Если бы о моих восторгах узнал житель и уроженец юга, он счел бы меня ребячливым. Ах, все, что я сейчас говорю, давным-давно мне известно, с первого дня моих страданий под серым, недобрым небом. И радость, ниспосланная мне здесь, не становится меньше от того, что она преходяща, тогда как должна была бы быть вечно неизбежной в природе.
Триент, 11 сентября, вечером.
Бродил по древнему городу, впрочем, на некоторых его улицах высятся новые, добротно построенные дома. В церкви висела картина, изображающая, как церковный собор слушает проповедь генерала иезуитского ордена. Хотел бы я знать, что он такое им навязывает. Церковь этого ордена бросается в глаза красными мраморными пилястрами на фасаде; тяжелый занавес висит на входной двери, преграждая доступ пыли. Приподняв его, я вошел в тесный притвор, сама церковь заперта железной решеткой, но видно ее всю. Мертвая тишина царила в ней, ибо богослужение там более не совершается. Распахнута была лишь передняя дверь, так как в часы вечерни все церкви должны быть открыты.

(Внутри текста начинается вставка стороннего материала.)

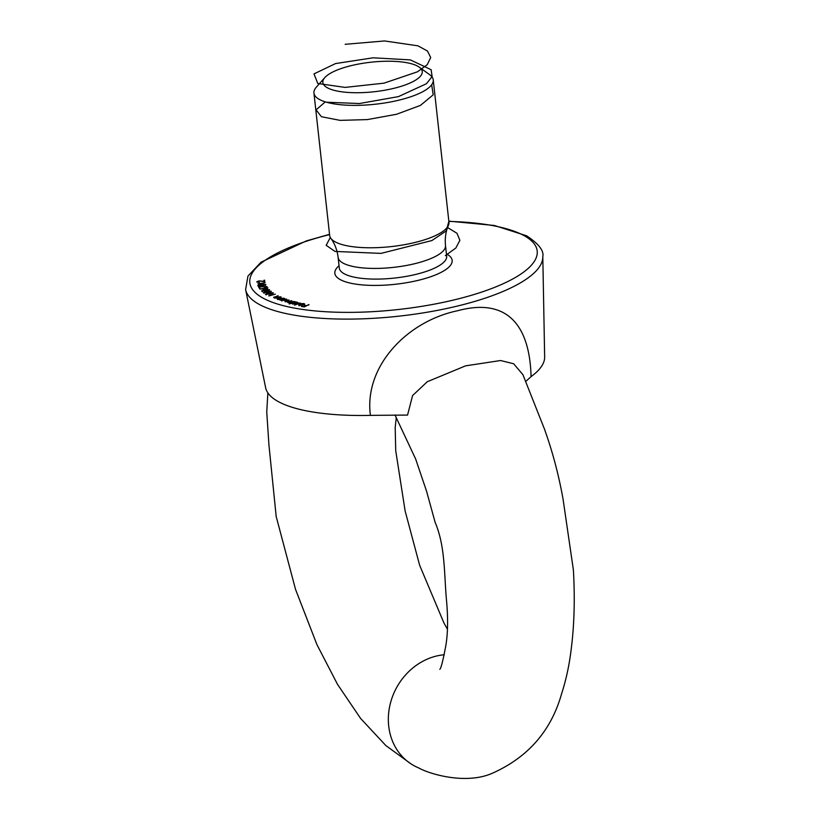<?xml version="1.0" encoding="UTF-8"?>
<svg xmlns="http://www.w3.org/2000/svg" width="819" height="819" viewBox="0 0 819 819"><rect width="100%" height="100%" fill="white"/><g stroke="black" fill="none" stroke-linecap="round" stroke-linejoin="round"><path stroke-width="1.23" d="M300.184 302.907L294.39 305.159L300.215 303.204M297.44 303.122L297.389 302.191L297.072 303.511L292.792 303.869L292.168 303.163L289.189 303.962L295.229 301.74L298.126 302.672M292.792 303.869L292.219 303.634M277.272 298.996L281.296 297.133L277.938 298.863L283.855 298.188L278.88 299.559L279.392 299.16L276.965 298.72M278.194 298.28L277.969 299.15M273.843 297.502L278.132 295.669L274.519 297.379L280.487 296.785L275.327 298.106L275.911 297.707L273.587 297.246M274.877 296.785L274.56 297.676M268.867 295.649L275.379 294.154L268.908 295.966M273.218 293.079L270.28 294.093L265.469 294.287L268.325 292.782L273.331 292.833M269.471 289.844L266.185 290.929L261.527 290.97L264.762 289.527L269.523 289.68M259.357 286.885L259.992 287.94L259.254 288.053L258.415 286.66L267.055 286.63L259.357 286.885L259.562 288.001M265.909 284.654L262.131 285.841L257.698 285.657L261.456 284.306L265.919 284.582M259.019 281.091L257.463 281.777L259.439 282.33L256.716 281.849L258.978 280.866L264.025 281.367L263.913 280.293L264.66 280.211L264.824 281.797L258.978 280.866M258.036 283.691L265.131 282.842L258.077 284.05M263.216 288.605L264.977 287.612L267.905 287.868L266.124 288.912L259.664 289.015L263.155 288.472M271.232 291.472L268.079 292.526L263.349 292.629L266.441 291.165L271.304 291.267M286.384 299.949L286.568 299.089L285.688 300.44L279.893 299.989L284.725 298.526L284.306 298.925L287.07 299.488M281.48 300.624L281.193 299.867L281.275 300.532M285.35 301.812L288.923 299.897L286.015 301.648L291.779 300.747L288.411 302.365L294.164 301.464L289.517 302.979L287.745 302.528L287.756 301.832L284.94 301.525M287.745 302.528L287.756 301.832L287.827 302.549M303.368 305.016L303.388 303.767L300.624 303.675L303.829 303.562L304.76 304.054L301.996 305.303L298.689 304.658L299.611 304.003L303.337 304.719L303.388 303.767M308.906 304.525L304.299 306.92L301.341 306.429L304.228 306.593L305.845 305.876L303.992 305.262L306.357 305.651L308.937 304.863M418.878 767.987A60.012 52.672 -61.6 0 1 418.345 767.761A60.012 52.672 -61.6 0 1 410.974 763.861A60.012 52.672 -61.6 0 1 391.195 700.45A60.012 52.672 -61.6 0 1 444.256 654.76M418.345 767.761C430.221 774.477 466.431 784.786 492.383 773.228C528.122 757.288 551.207 730.743 561.66 693.58C566.318 679.156 569.574 663.738 571.427 647.327C574.324 623.699 574.979 597.931 573.392 570.014L563.093 499.365C558.783 475.122 552.569 451.678 544.44 429.023L522.901 374.652L513.626 363.749L500.573 360.524L465.581 365.847L427.293 381.715L412.581 395.577L407.545 415.079L370.423 415.366C363.831 366.697 406.674 321.417 457.422 310.78C508.21 296.98 529.78 326.586 531.07 376.627A140.407 41.708 -6.3 0 0 544.655 356.982L542.802 256.797A149.549 44.431 173.7 0 1 528.327 277.723A149.549 44.431 173.7 0 1 393.55 316.728A149.549 44.431 173.7 0 1 259.367 304.484A149.549 44.431 173.7 0 1 245.608 289.609L247.942 276.116L261.046 262.193L306.296 240.929L329.535 234.316M531.07 376.627L525.952 381.275M245.608 289.609L265.653 387.786A140.407 41.708 -6.3 0 0 370.423 415.366M257.514 282.309L257.463 281.777M263.913 280.293L264.025 281.367M264.015 281.245L264.762 281.163M258.528 286.445L258.425 285.493L262.049 285.626L265.182 284.602L261.568 284.51L258.487 286.015M265.305 285.606L265.182 284.602M265.161 287.817L263.933 288.544L267.158 287.981L265.161 287.817M267.301 289.035L267.158 287.981M262.285 291.687L262.182 290.735L266.001 290.735L268.745 289.639L264.967 289.721L262.275 291.247M268.908 290.684L268.745 289.639M264.087 293.325L263.984 292.373L267.874 292.342L270.505 291.216L266.677 291.349L264.097 292.885M270.679 292.27L270.505 291.216M266.165 294.942L266.052 294.001L270.024 293.908L272.492 292.752L268.612 292.967L266.195 294.512M272.696 293.837L272.492 292.752M282.729 299.385L282.043 300.43L285.288 300.286L285.964 299.242L282.729 299.385M281.746 301.054L281.644 300.102L282.084 300.757M286.445 300.512L285.964 299.242M293.53 302.641L293.294 303.665L296.591 303.378L296.826 302.365L293.53 302.641L293.325 303.962M296.621 303.654L296.826 302.365M298.792 305.6L299.723 304.955M302.835 304.893L299.754 304.299L300.082 305.098L302.866 305.149M300.112 305.374L299.754 304.299M419.277 67.178L429.668 74.703A60.012 17.823 173.7 0 1 433.241 79.893A60.012 17.823 173.7 0 1 375.542 104.197A60.012 17.823 173.7 0 1 313.943 93.059A60.012 17.823 173.7 0 1 316.288 87.224L324.795 77.61A50.01 14.855 -6.3 0 0 374.17 91.748A50.01 14.855 -6.3 0 0 419.277 67.178A50.01 14.855 -6.3 0 0 351.453 65.571A50.01 14.855 -6.3 0 0 324.795 77.61M313.943 93.059L329.658 235.452A60.012 17.823 -6.3 0 0 330.835 238.339A60.012 17.823 -6.3 0 0 391.267 246.591A60.012 17.823 -6.3 0 0 448.443 225.348A60.012 17.823 -6.3 0 0 448.955 222.287L433.241 79.893M345.147 44.308L384.561 40.95L417.895 45.813L427.487 51.034L430.702 57.545L427.231 64.701L417.465 71.806L384.039 83.149L345.116 87.408L317.772 83.487L314.005 73.884L335.555 63.565L373.116 57.801L410.36 59.9L431.132 69.717L432.125 76.515L426.443 83.733L398.433 96.622L359.408 103.532L326.484 102.221M431.664 84.766L433.2 94.809L420.434 105.405L396.509 114.281L367.322 119.594L340.069 120.362L321.457 116.728L316.073 109.889L325.276 101.863M448.863 221.396L446.201 230.948L431.879 240.561L381.009 253.388L334.991 251.423L326.187 245.311L330.292 237.479M447.573 227.539L456.971 233.272L459.879 240.284L455.886 247.973L445.362 255.651M446.406 253.89A59.009 17.527 173.7 0 1 446.652 254.023A59.009 17.527 173.7 0 1 395.137 284.295A59.009 17.527 173.7 0 1 339.046 265.745M329.566 234.592A144.574 42.946 -6.3 0 0 264.24 298.74A144.574 42.946 -6.3 0 0 455.446 299.58A144.574 42.946 -6.3 0 0 523.72 235.442A144.574 42.946 -6.3 0 0 448.863 221.417M339.291 268.018A54.013 16.042 -6.3 0 0 394.738 278.04A54.013 16.042 -6.3 0 0 446.662 256.163L445.485 245.485A54.013 16.042 173.7 0 1 393.56 267.363A54.013 16.042 173.7 0 1 338.114 257.34L339.291 268.018M447.42 629.207L443.939 622.972L419.645 565.274L405.118 510.923L395.731 450.726L395.188 427.518L396.304 417.373M410.984 763.851L385.851 745.556L360.595 718.437L337.5 684.336L316.953 644.666L295.536 589.404L276.187 516.502L268.929 444.891L266.748 411.947L267.864 392.895M394.963 414.957L415.622 458.937L426.617 491.38L435.104 522.276C445.403 546.652 444.011 573.361 446.529 600.675C448.126 618.253 447.901 633.169 445.874 645.392C442.915 661.076 440.878 669.041 439.752 669.287M542.802 256.797C544.154 250.849 538.759 243.847 526.617 235.79L494.277 225.46L448.832 221.15M274.314 297.174L274.416 298.126M277.692 298.659L277.795 299.6M292.7 303.286L292.813 304.238M297.399 302.733L297.502 303.685M304.033 304.136L304.146 305.088M299.385 304.699L299.488 305.651M445.485 245.485C444.799 238.053 445.782 231.337 448.443 225.348M338.114 257.34C337.162 249.928 334.736 243.601 330.835 238.339"/></g></svg>

Покуда я стоял в раздумьях о стиле этого строения – по-моему, оно походило на все храмы этого ордена, – вышел какой-то старик, сняв с головы камилавку. Его поношенное и посеревшее черное одеяние красноречиво свидетельствовало, что это впавший в бедность священнослужитель. Он преклонил колена перед решеткой, прочитав короткую молитву, поднялся и, повернувшись к двери, пробормотал себе под нос: «Они выгнали иезуитов, могли бы хоть выплатить им стоимость церкви. Я-то знаю, во что она обошлась, и семинария тоже, во многие, многие тысячи». С этими словами он вышел, занавес за ним закрылся, я его приподнял, но не двинулся с места. Задержавшись на верхней ступени, он проговорил: «Император здесь ни при чем, это сделал папа». Потом, уже стоя спиной к церкви и не замечая меня, он продолжал: «Сначала испанцы, потом мы, потом французы. Кровь Авеля вопиет против его брата Каина!» Он сошел с паперти и, продолжая что-то бормотать, зашагал по улице. Вероятно, этого человека в свое время содержали иезуиты, при страшном падении ордена он лишился рассудка и теперь ежедневно приходит сюда, ищет в опустелой обители прежних братьев и после краткой молитвы предает проклятию их врагов…
11 сентября, вечером.
Вот я и в Ровередо, где проходит языковая граница. Повыше язык все еще колеблется между немецким и итальянским, Впервые меня привез сюда почтальон – коренной итальянец… Трактирщик ни слова не говорит по-немецки, пришлось мне подвергнуть испытанию свои лингвистические таланты. Как я рад, что любимый язык стал для меня живым и обиходным!